Two teams mired in futility for the past couple months, the Miami Fusion and New England Revolution, are battling for the fourth and final playoff berth in the Eastern Conference. They also both have a shot at third place, too, occupied by the Tampa Bay Mutiny, but forget it.

Whichever team wins fourth place -- and we probably could use a more accurate verb - will be No. 1 in having the worst regular season record of anyone ever to participate in the MLS playoffs. The Fusion and Revolution have earned this distinction with still three contests to play.

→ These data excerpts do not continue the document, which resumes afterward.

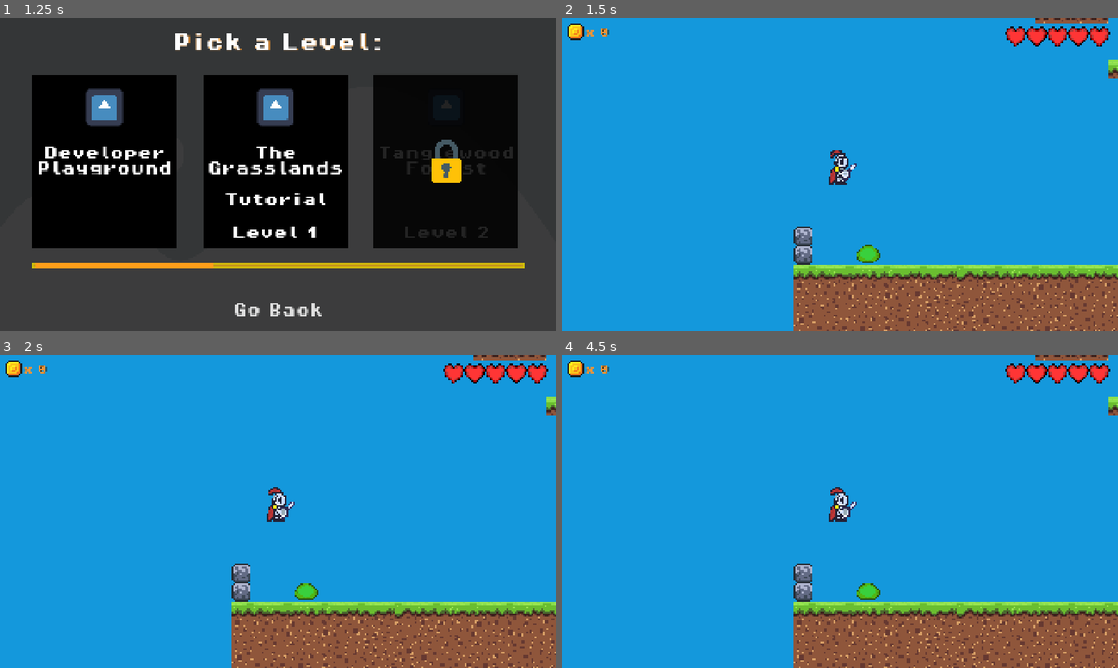
Above: before the commit, frames 1-4 (two rows, left to right).
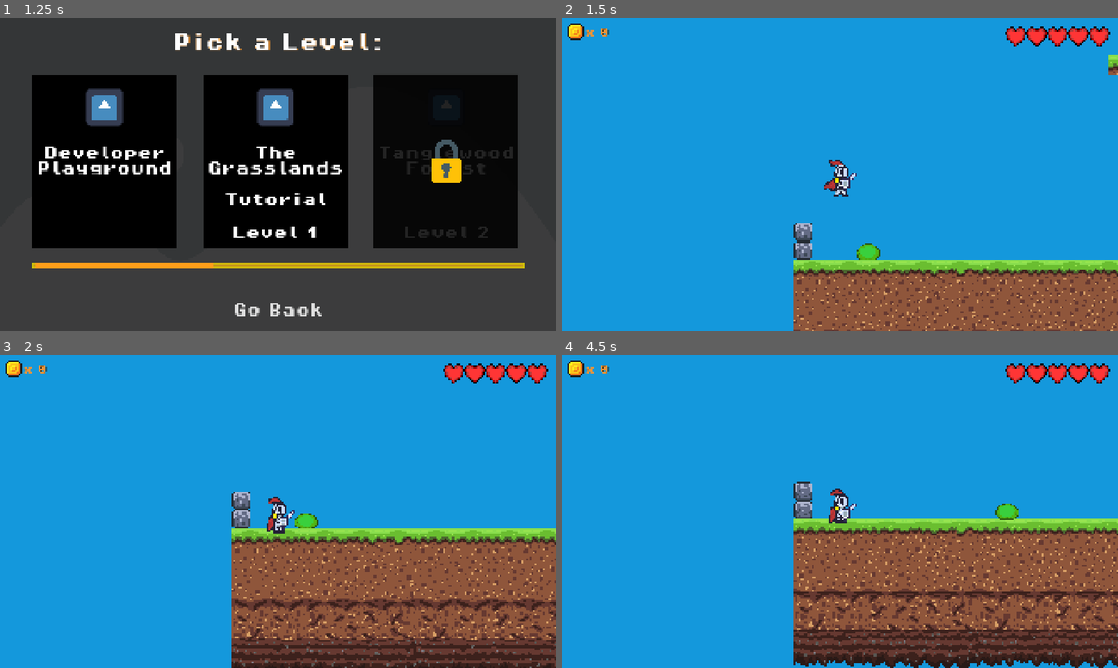
Above: after the commit, the same moments.

Repository: MarcusFDev/2d-action-rpg
Game: Godot game, scene res://scenes/ui/main_menu.tscn
Same seed, same stepped clock (60 frames per second), same inputs: the game is played once before the commit and once after it. The engine's default icon, where the game draws it, is replaced by a stand-in: a white triangle on a blue panel in a dark square.
Inputs (mouse positions are in pixels of both pictures, inside the frame that each line leads up to):
- Up to frame 1 (1.25 s): click "Play" at 0.5 s
- Up to frame 2 (1.5 s): click "Developer Playground" at 1.25 s
- Up to frame 3 (2 s): no input
- Up to frame 4 (4.5 s): move the mouse to (962, 495) at 2.02 s; tap Space (jump) at 2.1, 2.27, 2.57, 3.02, 3.05, 3.32, 3.6 s; move the mouse to (728, 527) at 2.77 s; click (728, 527) at 2.85 s; move the mouse to (895, 442) at 3.52 s; hold A (move_left) 3.53-4.28 s; move the mouse to (812, 574) at 4.27 s; click (812, 574) at 4.35 s

Frame 1 is identical in both runs. In frame 2, 7.3% of the frame differs, in the area x 41-100%, y 0-100%; in frame 3, 25%; in frame 4, 27%.

Commit message:
Add: Wired up Player & Enemy scripts to use FallState script.

Diff:
--- a/game/scenes/enemies/slime.tscn
+++ b/game/scenes/enemies/slime.tscn
@@ -14,6 +14,8 @@
 [ext_resource type="Script" uid="uid://cj5m4q4fchcg5" path="res://scripts/states/enemy_states/slime_attack.gd" id="8_vnioy"]
 [ext_resource type="Script" uid="uid://bcoqv8smpfvig" path="res://scripts/states/state_machines/state_machine.gd" id="9_nx7r3"]
 [ext_resource type="Script" uid="uid://ct14p13yajhmc" path="res://scripts/states/idle_state.gd" id="11_tvrjd"]
+[ext_resource type="Script" uid="uid://ccjqnofia5vo0" path="res://scripts/states/jump_state.gd" id="12_rdhaw"]
+[ext_resource type="Script" uid="uid://clv1jjvxgs12w" path="res://scripts/states/fall_state.gd" id="13_m4uwr"]
 [ext_resource type="Script" uid="uid://dl4e74spycbcb" path="res://scripts/states/move_state.gd" id="13_nx7r3"]
 [ext_resource type="Script" uid="uid://cmv0hyy1vpln2" path="res://scripts/states/enemy_states/slime_take_damage.gd" id="14_wbf5k"]
 [ext_resource type="Script" uid="uid://fisrtfageena" path="res://scripts/states/enemy_states/slime_death.gd" id="15_tvrjd"]
@@ -440,28 +442,38 @@
 position = Vector2(0, -1)
 shape = SubResource("RectangleShape2D_6axq5")
 
-[node name="StateMachine" type="Node" parent="."]
+[node name="StateMachine" type="Node" parent="." node_paths=PackedStringArray("starting_state")]
 script = ExtResource("9_nx7r3")
+starting_state = NodePath("IdleState")
 
 [node name="IdleState" type="Node" parent="StateMachine" node_paths=PackedStringArray("next_state", "fall_state")]
 script = ExtResource("11_tvrjd")
 idle_animation = "slime_idle"
+enable_debug = true
 next_state = NodePath("../PatrolState")
-fall_state = NodePath("../SlimeFall")
+fall_state = NodePath("../FallState")
 use_idle_timer = true
-
-[node name="SlimeIdle" type="Node" parent="StateMachine"]
-script = ExtResource("6_fd6lc")
 
 [node name="PatrolState" type="Node" parent="StateMachine" node_paths=PackedStringArray("fall_state", "idle_state")]
 script = ExtResource("13_nx7r3")
 move_animation = "slime_patrol"
-fall_state = NodePath("../SlimeFall")
+fall_state = NodePath("../FallState")
 idle_state = NodePath("../IdleState")
 use_idle_timer = true
 raycast_right_path = NodePath("../../RayCastRight")
 raycast_left_path = NodePath("../../RayCastLeft")
 
+[node name="JumpState" type="Node" parent="StateMachine"]
+script = ExtResource("12_rdhaw")
+
+[node name="FallState" type="Node" parent="StateMachine" node_paths=PackedStringArray("next_state")]
+script = ExtResource("13_m4uwr")
+fall_animation = "slime_fall"
+next_state = NodePath("../IdleState")
+
+[node name="SlimeIdle" type="Node" parent="StateMachine"]
+script = ExtResource("6_fd6lc")
+
 [node name="SlimePatrol" type="Node" parent="StateMachine"]
 script = ExtResource("5_w3amv")
 
@@ -471,9 +483,8 @@
 
 [node name="AttackTimer" type="Timer" parent="StateMachine/SlimeAttack"]
 
-[node name="SlimeFall" type="Node" parent="StateMachine" node_paths=PackedStringArray("slime_patrol")]
+[node name="SlimeFall" type="Node" parent="StateMachine"]
 script = ExtResource("7_gstla")
-slime_patrol = NodePath("../PatrolState")
 
 [node name="SlimeTakeDamage" type="Node" parent="StateMachine"]
 script = ExtResource("14_wbf5k")
--- a/game/scenes/player/player.tscn
+++ b/game/scenes/player/player.tscn
@@ -19,6 +19,7 @@
 [ext_resource type="Script" uid="uid://ct14p13yajhmc" path="res://scripts/states/idle_state.gd" id="11_lgqa7"]
 [ext_resource type="Script" uid="uid://ccjqnofia5vo0" path="res://scripts/states/jump_state.gd" id="13_3j4b4"]
 [ext_resource type="Script" uid="uid://dl4e74spycbcb" path="res://scripts/states/move_state.gd" id="13_8ydkj"]
+[ext_resource type="Script" uid="uid://clv1jjvxgs12w" path="res://scripts/states/fall_state.gd" id="14_yj68g"]
 [ext_resource type="Script" uid="uid://cieubtfucf8q5" path="res://scripts/states/player_states/player_heal.gd" id="17_uf5tr"]
 [ext_resource type="Script" uid="uid://bggrehmnomedp" path="res://scripts/states/player_states/player_attack_1.gd" id="18_lgqa7"]
 
@@ -454,7 +455,21 @@
 jump_time = 0.4
 jump_height = 80.0
 next_state = NodePath("../IdleState")
-fall_state = NodePath("../PlayerFall")
+fall_state = NodePath("../FallState")
+
+[node name="FallState" type="Node" parent="StateMachine" node_paths=PackedStringArray("next_state")]
+script = ExtResource("14_yj68g")
+use_internal_logic = false
+fall_animation = "fall"
+next_state = NodePath("../IdleState")
+
+[node name="HurtState" type="Node" parent="StateMachine"]
+
+[node name="HealState" type="Node" parent="StateMachine"]
+
+[node name="AttackState" type="Node" parent="StateMachine"]
+
+[node name="DeathState" type="Node" parent="StateMachine"]
 
 [node name="PlayerIdle" type="Node" parent="StateMachine"]
 script = ExtResource("4_dqkch")
@@ -465,10 +480,8 @@
 [node name="PlayerJump" type="Node" parent="StateMachine"]
 script = ExtResource("5_qlg0r")
 
-[node name="PlayerFall" type="Node" parent="StateMachine" node_paths=PackedStringArray("move", "idle")]
+[node name="PlayerFall" type="Node" parent="StateMachine"]
 script = ExtResource("6_fjrip")
-move = NodePath("../MoveState")
-idle = NodePath("../IdleState")
 
 [node name="PlayerTakeDamage" type="Node" parent="StateMachine"]
 script = ExtResource("8_smehm")
--- a/game/scripts/enemies/slime.gd
+++ b/game/scripts/enemies/slime.gd
@@ -4,8 +4,8 @@
 @onready var state_machine: Node = $StateMachine
 @onready var idle_state: IdleState = $StateMachine/IdleState
 @onready var patrol_state: MoveState = $StateMachine/PatrolState
-#@onready var jump_state: JumpState = $StateMachine/JumpState
-@onready var fall_state: State = $StateMachine/SlimeFall
+@onready var jump_state: JumpState = $StateMachine/JumpState
+@onready var fall_state: FallState = $StateMachine/FallState
 
 @export var damage: int = 1
 
@@ -23,7 +23,8 @@
 func _setup_states() -> void:
 	_idle_state()
 	_patrol_state()
-#	_jump_state()
+	_jump_state()
+	_fall_state()
 
 func _idle_state() -> void:
 	idle_state.enter_callback = func() -> void:
@@ -33,9 +34,12 @@
 	patrol_state.enter_callback = func() -> void:
 		animations.flip_h = patrol_state.direction < 0
 
-#func _jump_state() -> void:
-	#jump_state.enter_callback = func() -> void:
-		#pass
+func _jump_state() -> void:
+	jump_state.enter_callback = func() -> void:
+		pass
+
+func _fall_state() -> void:
+	pass
 
 func _process(delta: float) -> void:
 	state_machine.process_frame(delta)
--- a/game/scripts/player/player.gd
+++ b/game/scripts/player/player.gd
@@ -10,7 +10,7 @@
 @onready var idle_state: IdleState = $StateMachine/IdleState
 @onready var move_state: MoveState = $StateMachine/MoveState
 @onready var jump_state: JumpState = $StateMachine/JumpState
-@onready var fall_state: State = $StateMachine/PlayerFall
+@onready var fall_state: FallState = $StateMachine/FallState
 
 @export var max_health : int = 9
 @export var starting_health : int = 5
@@ -41,6 +41,7 @@
 	_idle_state()
 	_move_state()
 	_jump_state()
+	_fall_state()
 
 func _idle_state() -> void:
 	idle_state.handle_input = func(_event: InputEvent) -> State:
@@ -94,6 +95,27 @@
 
 func _jump_state() -> void:
 	pass
+
+func _fall_state() -> void:
+	fall_state.handle_physics = func(delta: float) -> State:
+		velocity.y += fall_state.gravity * delta
+
+		var input_direction: float = InputManagerClass.get_movement_axis()
+		var movement: float = input_direction * move_state.move_speed
+		velocity.x = movement
+
+		move_and_slide()
+
+		if is_on_floor():
+			if movement != 0:
+				if fall_state.enable_debug:
+					print("Player landed and is moving. Switching to: ", move_state)
+				return move_state
+			if fall_state.enable_debug:
+				print("Player landed and is idle. Switching to: ", idle_state)
+			return idle_state
+
+		return null
 
 func _unhandled_input(event: InputEvent) -> void:
 	state_machine.process_input(event)
Not shown: 1 places in game/scenes/enemies/slime.tscn that only renumber resources
Not shown: 1 places in game/scenes/player/player.tscn that only renumber resources

If Miami was to win its final three games in regulation time, it would finish with 32 points. If New England was to likewise take its last three games, it would finish with 31 points. The lowest number of points for a playoff team in the first three years of Major League Soccer was earned by Miami, which finished fourth with 35 points in 1998.

The Fusion's problems haven't been as sustained as the Revolution's, losing four straight games before taking a shootout win against New England -- and then bombing 6-1 at San Jose. It is 11-18 for 23 points, with games remaining at Columbus and home to Columbus and Colorado.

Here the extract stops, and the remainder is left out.